Liam gets mistaken for a girl ALL.THE.TIME.... Since his hair is straight and grows forwards, I just cut bangs for him.... My nephew has curly hair similar to Wyatt's though, and I cut his hair, and he has "bangs" as well.... I would just brush it to the side and use a definite part when it is wet to try to "train" it to go to the side. You could even put a bobby pin in it while it is wet and then take it out when it is dry and it should stay to the side a little better.

It doesn't really bother me when he gets mistaken for a girl... he is most definitely ALL boy, and I always dress him like a "boy" so I really don't get how people think he is a girl... it is usually older people who probably aren't used to seeing boys with longish hair.







:


----------



## Logan's mommy (Jan 19, 2007)

He's not happy in this picture, but here's my long haired toddler. He always gets confused for a girl, even if he wears something all blue and says "Prince Charming"

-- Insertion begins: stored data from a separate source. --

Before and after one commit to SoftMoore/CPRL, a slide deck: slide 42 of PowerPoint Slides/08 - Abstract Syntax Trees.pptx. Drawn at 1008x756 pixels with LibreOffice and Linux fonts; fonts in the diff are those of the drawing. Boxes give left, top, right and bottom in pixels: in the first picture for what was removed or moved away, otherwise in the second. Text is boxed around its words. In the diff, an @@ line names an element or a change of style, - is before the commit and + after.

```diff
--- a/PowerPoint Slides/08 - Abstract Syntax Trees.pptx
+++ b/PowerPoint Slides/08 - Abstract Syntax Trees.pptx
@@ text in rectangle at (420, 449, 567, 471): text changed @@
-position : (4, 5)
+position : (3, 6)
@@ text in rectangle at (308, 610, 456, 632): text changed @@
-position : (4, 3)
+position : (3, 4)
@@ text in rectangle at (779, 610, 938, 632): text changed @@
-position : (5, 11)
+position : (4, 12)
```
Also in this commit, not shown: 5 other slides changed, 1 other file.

We just tuck his hair behind his ear when he eats. I don't get annoyed with him being called a girl anymore, because it's just natural (sadly) for people to see a child with long hair and assume it's a girl. I just correct or call him by his name (Desmond, which doesn't always work, people will sometimes still think he's a girl after hearing his name... that amazes me)


----------



## haurelia (Mar 12, 2009)

Hi there!
Our 19 month old has long-ish hair, but I just can't bear the thought of cutting off those baby wings and curls just yet. DH is irritated by folks assuming he's a girl (although he's usually dressed in a boyish way). I couldn't care less! Thankfully, his natural cowlick sends the front of his hair into a rather "comb over" like pattern, so the back is usually the only part flying around. We haven't had to do anything with the front to keep it out of his way, other than smooth it over with a palm. I tuck the rest behind his ears sometimes, or just encourage the curl with my fingers when his hair is damp. Here he is: http://www.facebook.com/photo.php?pi...&id=1602502452
So, for your bangs issue, I'd likely try to train the hair to go to the side while it's damp...brush it over and use the clippy and see if you can't get it going that way on it's own. Good luck!


----------



## SubliminalDarkness (Sep 9, 2009)

Oh boy, been there! Both my boys had long hair up until very recently. Even up until my DS1 was 8 years old, people were still calling him a girl sometimes, and I'm sorry, but it was VERY obvious that he was a boy. It didn't bother any of us, but it was odd to see it happen. (I will say, my mother was very bothered by it, but I don't care).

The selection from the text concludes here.